Halliburton’s second-quarter 2012 results came in better than expected, helped by higher activity in the international markets, partially offset by weak North America results.

Earnings per share from continuing operations came in at 80 cents, beating the Zacks Consensus Estimate of 75 cents and flat year over year.

Revenues of $7.2 billion were 21.9% greater than that achieved during the second quarter of 2011 and also surpassed the Zacks Consensus Estimate of $6.9 billion, as sales increased across the company’s business units.

(Read our full coverage on this earnings report: International Biz Lifts Halliburton).

Points to Ponder for Third Quarter

Halliburton enjoys a strong competitive position within the global oilfield services markets. We like the company’s broad and technologically-complex product and service offerings, along with its robust financial profile.

It remains the best-positioned company in the U.S. pressure pumping market, with significant acreage positions in the highest profile plays, such as the Haynesville, Eagle Ford shale and Bakken.

However, certain issues in North America – characterized by depressed natural gas fundamentals and cost inflation – will adversely impact its third quarter results.

Additionally, the North American land rig count may plateau in the near future as growth in highly-productive horizontal drilling has led to a natural gas supply overhang and relatively weak natural gas prices in the U.S. market. This is likely to be only partially offset by the continued growth of oil- and liquids-rich reservoirs. A slowdown in U.S. land drilling will impair Halliburton’s business.

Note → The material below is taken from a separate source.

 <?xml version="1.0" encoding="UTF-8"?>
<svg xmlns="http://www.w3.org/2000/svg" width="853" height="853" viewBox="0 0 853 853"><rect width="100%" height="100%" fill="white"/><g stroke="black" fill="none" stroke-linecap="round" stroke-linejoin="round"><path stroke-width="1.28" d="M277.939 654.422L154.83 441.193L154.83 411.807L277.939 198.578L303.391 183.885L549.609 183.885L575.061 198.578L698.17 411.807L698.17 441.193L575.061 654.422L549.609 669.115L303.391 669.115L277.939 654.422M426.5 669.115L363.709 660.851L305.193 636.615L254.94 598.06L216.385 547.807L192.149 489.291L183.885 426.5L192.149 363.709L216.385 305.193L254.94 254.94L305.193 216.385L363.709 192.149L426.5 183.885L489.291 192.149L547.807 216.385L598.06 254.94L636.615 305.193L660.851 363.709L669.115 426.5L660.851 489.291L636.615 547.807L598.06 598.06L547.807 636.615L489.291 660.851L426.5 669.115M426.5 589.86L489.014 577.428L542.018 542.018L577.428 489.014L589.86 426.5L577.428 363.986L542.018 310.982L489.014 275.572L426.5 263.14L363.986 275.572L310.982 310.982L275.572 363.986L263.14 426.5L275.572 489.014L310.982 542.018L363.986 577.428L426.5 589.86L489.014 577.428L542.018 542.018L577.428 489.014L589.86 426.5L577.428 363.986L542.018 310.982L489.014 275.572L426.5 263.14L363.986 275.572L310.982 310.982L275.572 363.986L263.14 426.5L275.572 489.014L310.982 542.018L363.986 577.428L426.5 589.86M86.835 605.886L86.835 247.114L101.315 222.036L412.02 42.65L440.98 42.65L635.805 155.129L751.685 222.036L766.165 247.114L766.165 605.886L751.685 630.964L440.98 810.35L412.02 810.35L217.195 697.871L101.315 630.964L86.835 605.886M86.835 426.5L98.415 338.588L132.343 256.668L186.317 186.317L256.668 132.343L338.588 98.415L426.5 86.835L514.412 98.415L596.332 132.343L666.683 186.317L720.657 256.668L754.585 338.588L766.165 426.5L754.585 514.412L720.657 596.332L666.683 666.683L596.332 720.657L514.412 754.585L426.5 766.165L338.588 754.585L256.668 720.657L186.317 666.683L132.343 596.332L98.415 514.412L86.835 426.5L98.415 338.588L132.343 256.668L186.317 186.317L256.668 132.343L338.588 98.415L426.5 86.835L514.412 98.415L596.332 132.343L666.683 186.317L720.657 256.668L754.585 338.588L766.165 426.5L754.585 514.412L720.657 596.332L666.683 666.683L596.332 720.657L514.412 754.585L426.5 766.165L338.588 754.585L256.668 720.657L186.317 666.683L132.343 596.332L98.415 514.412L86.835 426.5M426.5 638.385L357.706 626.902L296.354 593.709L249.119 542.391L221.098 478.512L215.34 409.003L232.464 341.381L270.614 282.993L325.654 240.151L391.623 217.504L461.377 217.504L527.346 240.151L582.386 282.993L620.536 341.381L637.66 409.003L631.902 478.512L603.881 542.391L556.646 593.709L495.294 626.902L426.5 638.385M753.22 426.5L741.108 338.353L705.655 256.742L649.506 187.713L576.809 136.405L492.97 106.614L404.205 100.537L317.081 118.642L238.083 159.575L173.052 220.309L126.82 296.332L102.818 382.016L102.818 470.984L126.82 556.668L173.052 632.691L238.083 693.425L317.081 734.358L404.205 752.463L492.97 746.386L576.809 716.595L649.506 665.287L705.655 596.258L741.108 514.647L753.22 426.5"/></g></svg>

Moreover, a substantial relief in the cost for guar gum – a key constituent of the company’s market-leading hydraulic fracturing ('fracking') procedure – is not expected until 2013.

Agreement of Analysts

As a result of the above-mentioned factors, there has been a downward bias among Halliburton’s September quarter estimate revisions, particularly over the past 30 days. Out of the 24 estimates for the third quarter of 2012, 9 have been revised downwards, while none have gone in the opposite direction.

Magnitude of Estimate Revisions

As a result of estimates being revised southward over the past 30 days, the Zacks Consensus Estimate for the quarter has dropped by 3 cents (from 71 cents to 68 cents).

Surprise History

The company has a history of positive earnings surprises, surpassing the Zacks Consensus Estimate in each of the last 4 quarters. Halliburton has performed consistently during this period with its average earnings surprise being 3.34%. This implies that the company has beaten the Zacks Consensus Estimate by 3.34% over the last four quarters.

However, this time around, we do not expect Halliburton – the second largest member of the oilfield services contingent after Schlumberger Limited (SLB - Analyst Report) – to surpass expectations, as it has been struggling to cope with the sluggish North American rig activity, adversely affecting its margins and overall profitability.

Rating & Recommendation

Halliburton currently retains a Zacks #3 Rank (short-term Hold rating). We are also maintaining our long-term Neutral recommendation on the stock.